» Records provided:
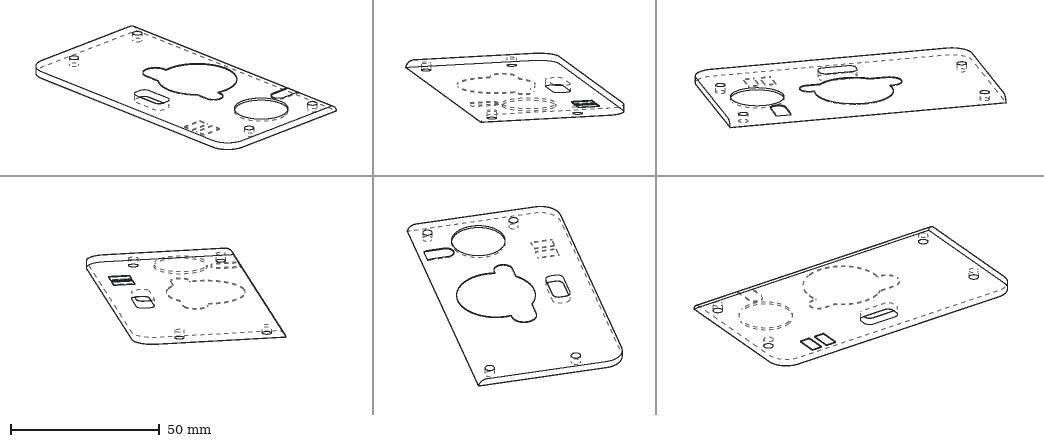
import cadquery as cq

length = 96.1
width = 51.5
thickness = 2.5
front_corner_radius = 7.0
rear_round_radius = 3.1

screw_hole_diameter = 3.2
screw_hole_x = 42.0
screw_hole_rows = (-9.6, 20.3)

window_length = 13.1
window_width = 6.1
window_corner_radius = 2.1
window_y = -14.2

disc_radius = 13.3
disc_y = 7.3
lobe_y = 1.2
left_lobe_radius = 4.2
left_lobe_x = -13.9
right_lobe_radius = 3.2
right_lobe_x = 14.0
central_pocket_depth = 0.3

round_pocket_radius = 9.0
round_pocket_x = 33.1
round_pocket_y = 4.9
round_pocket_depth = 0.8

slot_width = 5.2
slot_x = 29.0
slot_end_y = 14.5
slot_depth = 0.4

pad_length = 3.7
pad_width = 7.2
pad_height = 0.3
pad_centers_x = (23.6, 29.4)
pad_y = -16.5

rear_y = width / 2


def make_plate():
    """Plate with rounded front corners and a rear edge rolled over along a circular arc."""
    blank = (
        cq.Workplane("XY")
        .box(length, width, thickness, centered=(True, True, False))
        .edges("|Z and <Y")
        .fillet(front_corner_radius)
    )
    arc_center_z = thickness - rear_round_radius
    arc_run = (rear_round_radius**2 - arc_center_z**2) ** 0.5
    tangent_y = rear_y - arc_run
    roll = (
        cq.Workplane("YZ", origin=(-length / 2, 0, 0))
        .center(tangent_y, arc_center_z)
        .circle(rear_round_radius)
        .extrude(length)
    )
    edge_strip = cq.Workplane("XY").box(length, arc_run, thickness, centered=(True, False, False))
    edge_strip = edge_strip.translate((0, tangent_y, 0))
    return blank.cut(edge_strip.cut(roll))


def top_pocket(depth):
    """Workplane on the floor of a pocket of the given depth."""
    return cq.Workplane("XY", origin=(0, 0, thickness - depth))


def make_lobe(center_x, radius):
    """Round-ended lobe reaching from the middle of the plate to center_x."""
    floor = top_pocket(central_pocket_depth)
    end = floor.center(center_x, lobe_y).circle(radius).extrude(central_pocket_depth)
    arm = (
        floor.center(center_x / 2, lobe_y)
        .rect(abs(center_x), 2 * radius)
        .extrude(central_pocket_depth)
    )
    return end.union(arm)


def make_central_pocket():
    disc = (
        top_pocket(central_pocket_depth)
        .center(0, disc_y)
        .circle(disc_radius)
        .extrude(central_pocket_depth)
    )
    left_lobe = make_lobe(left_lobe_x, left_lobe_radius)
    right_lobe = make_lobe(right_lobe_x, right_lobe_radius)
    return disc.union(left_lobe).union(right_lobe)


def make_round_pocket():
    return (
        top_pocket(round_pocket_depth)
        .center(round_pocket_x, round_pocket_y)
        .circle(round_pocket_radius)
        .extrude(round_pocket_depth)
    )


def make_slot():
    end_radius = slot_width / 2
    straight_start_y = slot_end_y + end_radius
    return (
        top_pocket(slot_depth)
        .moveTo(slot_x - end_radius, rear_y)
        .lineTo(slot_x - end_radius, straight_start_y)
        .threePointArc((slot_x, slot_end_y), (slot_x + end_radius, straight_start_y))
        .lineTo(slot_x + end_radius, rear_y)
        .close()
        .extrude(slot_depth)
    )


def make_window():
    return (
        cq.Workplane("XY")
        .center(0, window_y)
        .rect(window_length, window_width)
        .extrude(thickness)
        .edges("|Z")
        .fillet(window_corner_radius)
    )


def make_screw_holes():
    centers = [(side * screw_hole_x, y) for side in (-1, 1) for y in screw_hole_rows]
    return cq.Workplane("XY").pushPoints(centers).circle(screw_hole_diameter / 2).extrude(thickness)


def make_pads():
    centers = [(x, pad_y) for x in pad_centers_x]
    return cq.Workplane("XY").pushPoints(centers).rect(pad_length, pad_width).extrude(-pad_height)


result = (
    make_plate()
    .cut(make_central_pocket())
    .cut(make_round_pocket())
    .cut(make_slot())
    .cut(make_window())
    .cut(make_screw_holes())
    .union(make_pads())
)

» Work request: Output each of the lines above exactly, apart from the images.

» Response to this exercise:
import cadquery as cq

length = 96.1
width = 51.5
thickness = 2.5
front_corner_radius = 7.0
rear_round_radius = 3.1

screw_hole_diameter = 3.2
screw_hole_x = 42.0
screw_hole_rows = (-9.6, 20.3)

window_length = 13.1
window_width = 6.1
window_corner_radius = 2.1
window_y = -14.2

disc_radius = 13.3
disc_y = 7.3
lobe_y = 1.2
left_lobe_radius = 4.2
left_lobe_x = -13.9
right_lobe_radius = 3.2
right_lobe_x = 14.0
central_pocket_depth = 0.3

round_pocket_radius = 9.0
round_pocket_x = 33.1
round_pocket_y = 4.9
round_pocket_depth = 0.8

slot_width = 5.2
slot_x = 29.0
slot_end_y = 14.5
slot_depth = 0.4

pad_length = 3.7
pad_width = 7.2
pad_height = 0.3
pad_centers_x = (23.6, 29.4)
pad_y = -16.5

rear_y = width / 2


def make_plate():
    """Plate with rounded front corners and a rear edge rolled over along a circular arc."""
    blank = (
        cq.Workplane("XY")
        .box(length, width, thickness, centered=(True, True, False))
        .edges("|Z and <Y")
        .fillet(front_corner_radius)
    )
    arc_center_z = thickness - rear_round_radius
    arc_run = (rear_round_radius**2 - arc_center_z**2) ** 0.5
    tangent_y = rear_y - arc_run
    roll = (
        cq.Workplane("YZ", origin=(-length / 2, 0, 0))
        .center(tangent_y, arc_center_z)
        .circle(rear_round_radius)
        .extrude(length)
    )
    edge_strip = cq.Workplane("XY").box(length, arc_run, thickness, centered=(True, False, False))
    edge_strip = edge_strip.translate((0, tangent_y, 0))
    return blank.cut(edge_strip.cut(roll))


def top_pocket(depth):
    """Workplane on the floor of a pocket of the given depth."""
    return cq.Workplane("XY", origin=(0, 0, thickness - depth))


def make_lobe(center_x, radius):
    """Round-ended lobe reaching from the middle of the plate to center_x."""
    floor = top_pocket(central_pocket_depth)
    end = floor.center(center_x, lobe_y).circle(radius).extrude(central_pocket_depth)
    arm = (
        floor.center(center_x / 2, lobe_y)
        .rect(abs(center_x), 2 * radius)
        .extrude(central_pocket_depth)
    )
    return end.union(arm)


def make_central_pocket():
    disc = (
        top_pocket(central_pocket_depth)
        .center(0, disc_y)
        .circle(disc_radius)
        .extrude(central_pocket_depth)
    )
    left_lobe = make_lobe(left_lobe_x, left_lobe_radius)
    right_lobe = make_lobe(right_lobe_x, right_lobe_radius)
    return disc.union(left_lobe).union(right_lobe)


def make_round_pocket():
    return (
        top_pocket(round_pocket_depth)
        .center(round_pocket_x, round_pocket_y)
        .circle(round_pocket_radius)
        .extrude(round_pocket_depth)
    )


def make_slot():
    end_radius = slot_width / 2
    straight_start_y = slot_end_y + end_radius
    return (
        top_pocket(slot_depth)
        .moveTo(slot_x - end_radius, rear_y)
        .lineTo(slot_x - end_radius, straight_start_y)
        .threePointArc((slot_x, slot_end_y), (slot_x + end_radius, straight_start_y))
        .lineTo(slot_x + end_radius, rear_y)
        .close()
        .extrude(slot_depth)
    )


def make_window():
    return (
        cq.Workplane("XY")
        .center(0, window_y)
        .rect(window_length, window_width)
        .extrude(thickness)
        .edges("|Z")
        .fillet(window_corner_radius)
    )


def make_screw_holes():
    centers = [(side * screw_hole_x, y) for side in (-1, 1) for y in screw_hole_rows]
    return cq.Workplane("XY").pushPoints(centers).circle(screw_hole_diameter / 2).extrude(thickness)


def make_pads():
    centers = [(x, pad_y) for x in pad_centers_x]
    return cq.Workplane("XY").pushPoints(centers).rect(pad_length, pad_width).extrude(-pad_height)


result = (
    make_plate()
    .cut(make_central_pocket())
    .cut(make_round_pocket())
    .cut(make_slot())
    .cut(make_window())
    .cut(make_screw_holes())
    .union(make_pads())
)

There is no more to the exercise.